Collected data
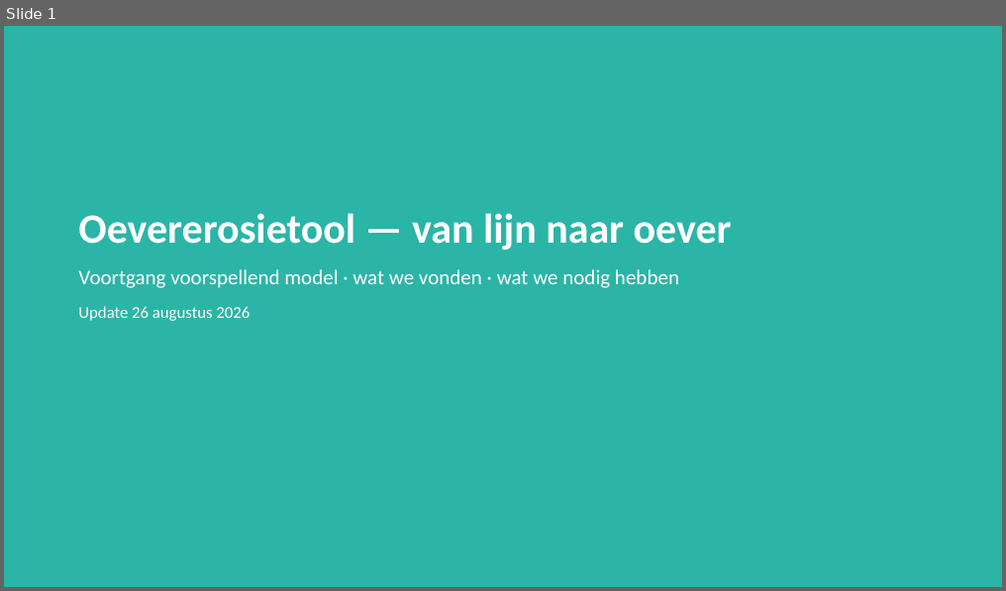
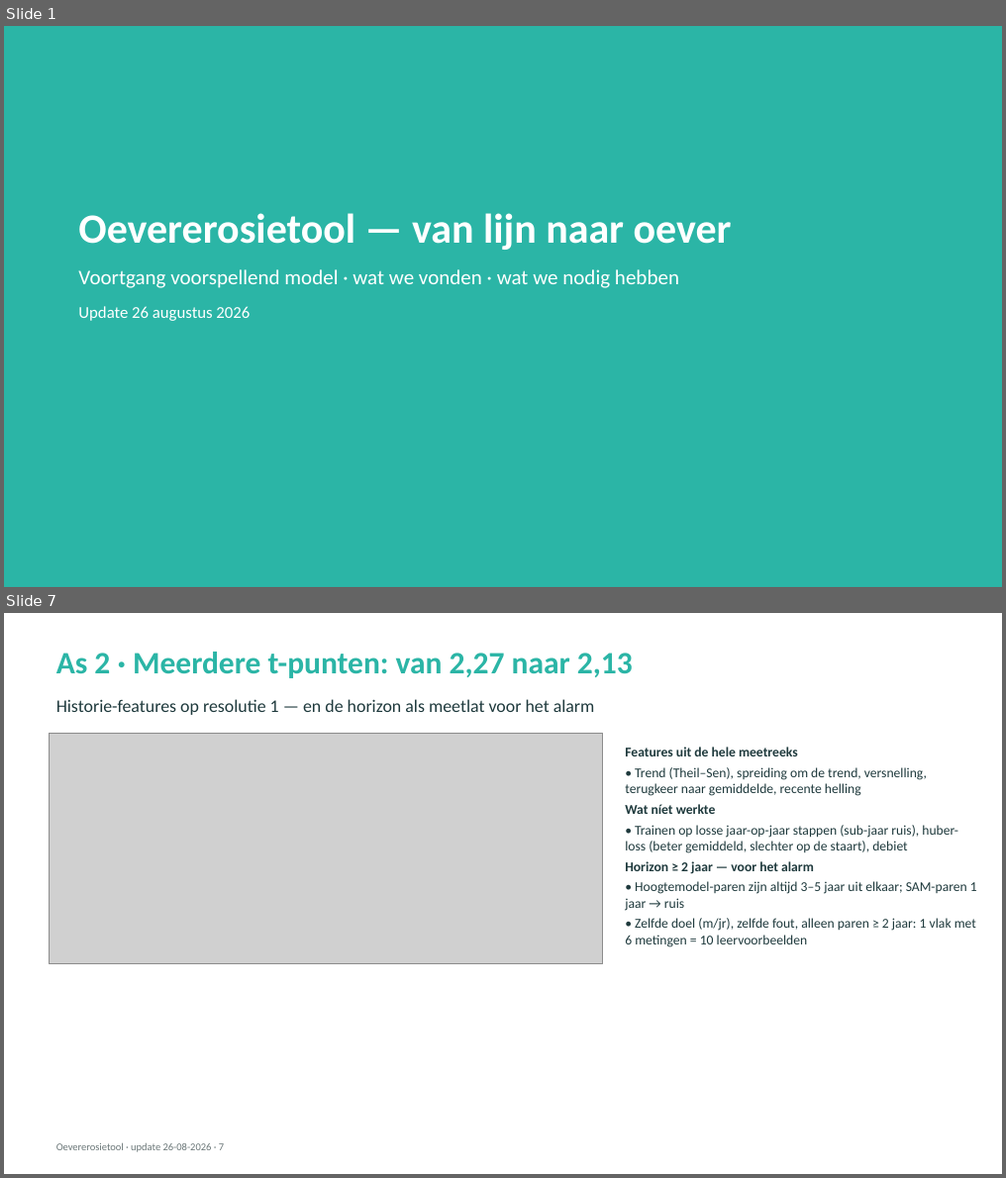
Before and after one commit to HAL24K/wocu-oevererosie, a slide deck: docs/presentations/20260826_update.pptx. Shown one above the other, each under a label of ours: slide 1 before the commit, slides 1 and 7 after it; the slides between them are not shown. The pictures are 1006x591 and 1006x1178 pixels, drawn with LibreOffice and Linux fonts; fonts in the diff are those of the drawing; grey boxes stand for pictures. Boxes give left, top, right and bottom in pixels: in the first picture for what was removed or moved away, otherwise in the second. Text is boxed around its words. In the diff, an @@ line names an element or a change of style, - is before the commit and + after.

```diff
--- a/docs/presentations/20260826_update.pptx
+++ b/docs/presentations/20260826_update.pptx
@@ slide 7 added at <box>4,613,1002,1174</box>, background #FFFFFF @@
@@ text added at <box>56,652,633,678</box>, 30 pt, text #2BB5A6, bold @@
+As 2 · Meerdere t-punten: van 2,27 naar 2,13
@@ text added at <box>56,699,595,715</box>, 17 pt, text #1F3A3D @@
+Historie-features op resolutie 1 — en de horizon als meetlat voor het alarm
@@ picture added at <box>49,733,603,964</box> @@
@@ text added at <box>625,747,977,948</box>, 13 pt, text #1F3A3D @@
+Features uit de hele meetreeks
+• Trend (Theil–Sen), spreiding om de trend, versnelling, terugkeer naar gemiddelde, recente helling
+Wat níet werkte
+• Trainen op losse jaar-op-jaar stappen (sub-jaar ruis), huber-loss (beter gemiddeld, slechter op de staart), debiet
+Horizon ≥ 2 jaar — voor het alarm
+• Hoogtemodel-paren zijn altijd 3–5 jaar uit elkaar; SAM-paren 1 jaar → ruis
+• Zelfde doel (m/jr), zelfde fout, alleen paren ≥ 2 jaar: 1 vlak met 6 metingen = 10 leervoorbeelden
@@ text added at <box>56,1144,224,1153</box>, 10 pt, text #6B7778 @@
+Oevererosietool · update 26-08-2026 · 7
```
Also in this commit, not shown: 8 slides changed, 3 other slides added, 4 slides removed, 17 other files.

• _Work required_:
Type the entries again verbatim. Drop the images.

• _Answer for this exercise_:
Before and after one commit to HAL24K/wocu-oevererosie, a slide deck: docs/presentations/20260826_update.pptx. Shown one above the other, each under a label of ours: slide 1 before the commit, slides 1 and 7 after it; the slides between them are not shown. The pictures are 1006x591 and 1006x1178 pixels, drawn with LibreOffice and Linux fonts; fonts in the diff are those of the drawing; grey boxes stand for pictures. Boxes give left, top, right and bottom in pixels: in the first picture for what was removed or moved away, otherwise in the second. Text is boxed around its words. In the diff, an @@ line names an element or a change of style, - is before the commit and + after.

```diff
--- a/docs/presentations/20260826_update.pptx
+++ b/docs/presentations/20260826_update.pptx
@@ slide 7 added at <box>4,613,1002,1174</box>, background #FFFFFF @@
@@ text added at <box>56,652,633,678</box>, 30 pt, text #2BB5A6, bold @@
+As 2 · Meerdere t-punten: van 2,27 naar 2,13
@@ text added at <box>56,699,595,715</box>, 17 pt, text #1F3A3D @@
+Historie-features op resolutie 1 — en de horizon als meetlat voor het alarm
@@ picture added at <box>49,733,603,964</box> @@
@@ text added at <box>625,747,977,948</box>, 13 pt, text #1F3A3D @@
+Features uit de hele meetreeks
+• Trend (Theil–Sen), spreiding om de trend, versnelling, terugkeer naar gemiddelde, recente helling
+Wat níet werkte
+• Trainen op losse jaar-op-jaar stappen (sub-jaar ruis), huber-loss (beter gemiddeld, slechter op de staart), debiet
+Horizon ≥ 2 jaar — voor het alarm
+• Hoogtemodel-paren zijn altijd 3–5 jaar uit elkaar; SAM-paren 1 jaar → ruis
+• Zelfde doel (m/jr), zelfde fout, alleen paren ≥ 2 jaar: 1 vlak met 6 metingen = 10 leervoorbeelden
@@ text added at <box>56,1144,224,1153</box>, 10 pt, text #6B7778 @@
+Oevererosietool · update 26-08-2026 · 7
```
Also in this commit, not shown: 8 slides changed, 3 other slides added, 4 slides removed, 17 other files.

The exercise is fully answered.